= Narrabeen Man =

4,000-year-old skeleton of an Aboriginal Australian discovered in 2005

Narrabeen Man is the name given to a 4,000-year-old skeleton of a tall Aboriginal Australian man found in Narrabeen, a suburb of the Northern Beaches region of Sydney, in January 2005.

==Discovery and dating==
The Narrabeen Man was found by contractors digging for electricity cables near the corners of Octavia Street and Ocean Street, Narrabeen. A forensic investigation was undertaken and bone samples were sent to Lawrence Livermore National Laboratory in California to determine the age of the remains. Radiocarbon dating of the bone suggested an age of around 4,000 years for the skeleton. The Narrabeen man was suspected to be 30–40 years old when he died. This is recorded to be Sydney's oldest aboriginal skeleton and is Australia's third oldest skeletal remains behind Mungo Man and Mungo Lady.
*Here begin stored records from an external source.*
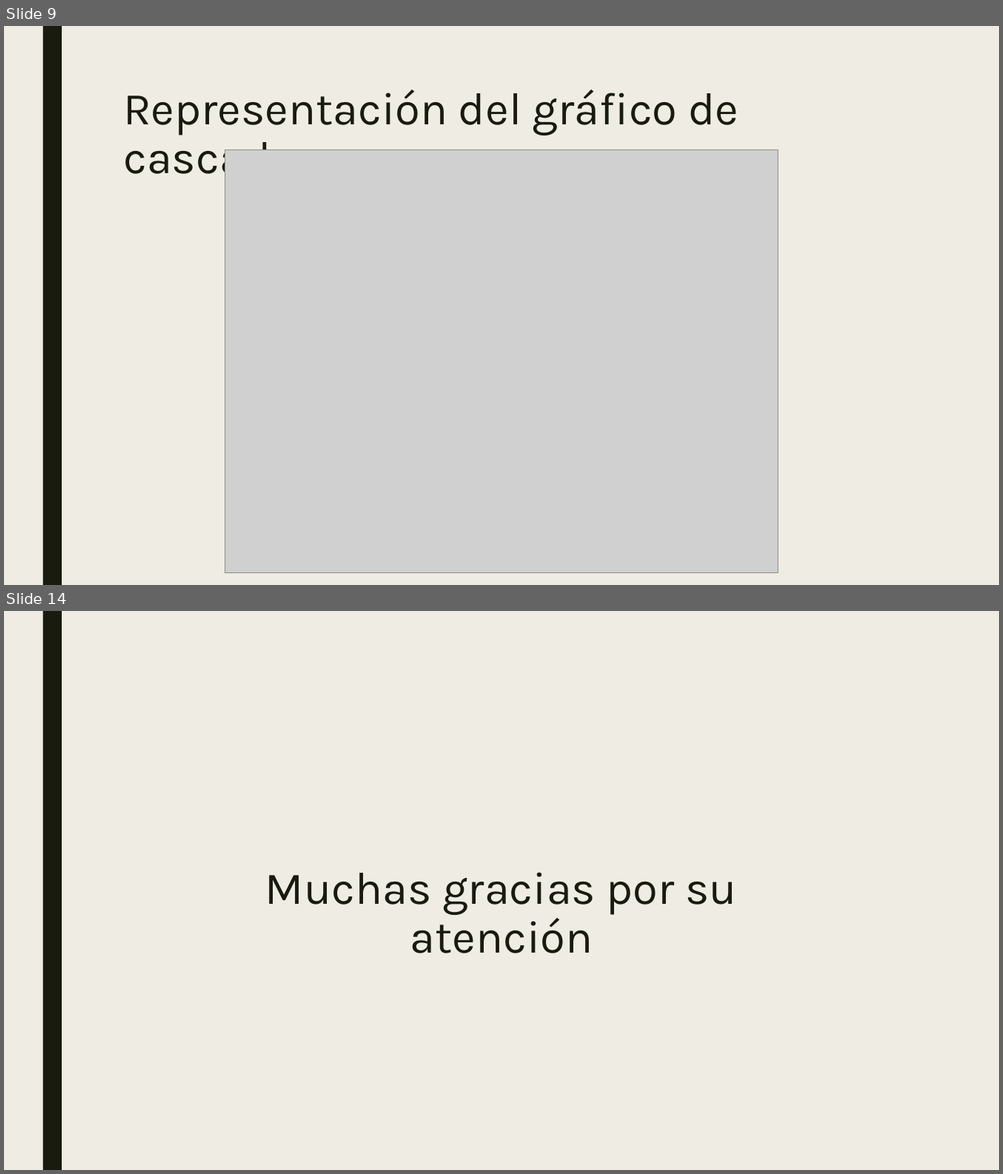
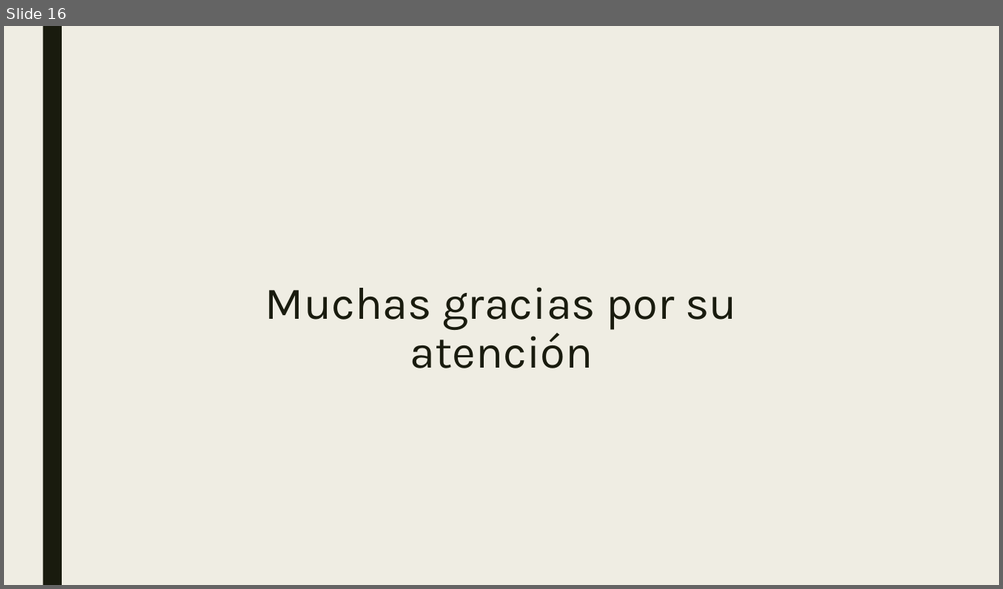
Before and after one commit to mariousm/Data-Science-Master, a slide deck: 2021-22/PrimerSemestre/Visualizacion/PEC3/Storytelling.pptx. Shown one above the other, each under a label of ours: slides 9 and 14 before the commit, slide 16 after it; the slides between them are not shown. The pictures are 1003x1174 and 1003x589 pixels, drawn with LibreOffice and Linux fonts; fonts in the diff are those of the drawing; grey boxes stand for pictures. Boxes give left, top, right and bottom in pixels: in the first picture for what was removed or moved away, otherwise in the second. Text is boxed around its words. In the diff, an @@ line names an element or a change of style, - is before the commit and + after.

```diff
--- a/2021-22/PrimerSemestre/Visualizacion/PEC3/Storytelling.pptx
+++ b/2021-22/PrimerSemestre/Visualizacion/PEC3/Storytelling.pptx
@@ slide 9 removed at <box>4,26,999,585</box>, background #EFEDE3; not listed: 1 template element that a slide beside it also shows @@
@@ title removed at <box>123,90,738,184</box> @@
-Representación del gráfico de cascada
@@ picture removed at <box>225,150,779,574</box> @@
@@ what was slide 14 is now slide 16 @@
```
Also in this commit, not shown: 1 slide changed, 14 slides added, 11 other slides removed.

An archaeological dig at the site revealed that Narrabeen Man was found in a posture unlike a tribal ceremonial burial. Rather than lying on his front with hands by the side or across the chest, the Narrabeen Man was on his side with one arm across his head. Further investigation of the skeletal remains revealed evidence of spear ends found embedded into his vertebrae and near other parts of the body. This indicated death by spearing and suggested to archaeologist Dr Jo McDonald that Narrabeen Man was perhaps the first physical evidence of ritual murder in Australia.

==Weapons==
The spear barbs found in the skeleton were most likely from what post-settlement Europeans sometimes called "death spears". Although they may have been used in ritual punishments, it seems likely the same type of spears were used for killing game, such as kangaroos. These spears have sharp flakes of stone, such as silcrete and quartz, embedded side by side into resin along the head of the spear, creating a serrated edge behind the point. The pieces of rock tend to break free from the resin and remain in the flesh of the victim. Spear barbs like these date to the Holocene period, and in Australia are referred to as "backed artefacts" meaning microliths or "bladelets" having retouched edges.

==Physical description==
Further examination revealed that Narrabeen Man was approximately 183 cm tall, estimated from the length of his limbs, 30–40 years old. His height was above average for Aboriginal men at this time. It is also speculated that Narrabeen Man was not from a tribe from the greater Sydney region, as his two front teeth were not removed - in line with a regional initiation rite at the time of European settlement (unless the rite was introduced locally in more recent times than Narrabeen Man's demise).

==Reasons for death==
There is no conclusive evidence as to why he was killed. A Narrabeen cultural heritage officer, Allen Madden, suggested in 2008 that a ritualistic murder of this type represents the farthest extent of tribal law, indicating that his offence, whatever it was, must have been serious.

Narrabeen Man's remains are currently under care at Sydney University's Shellshear Museum.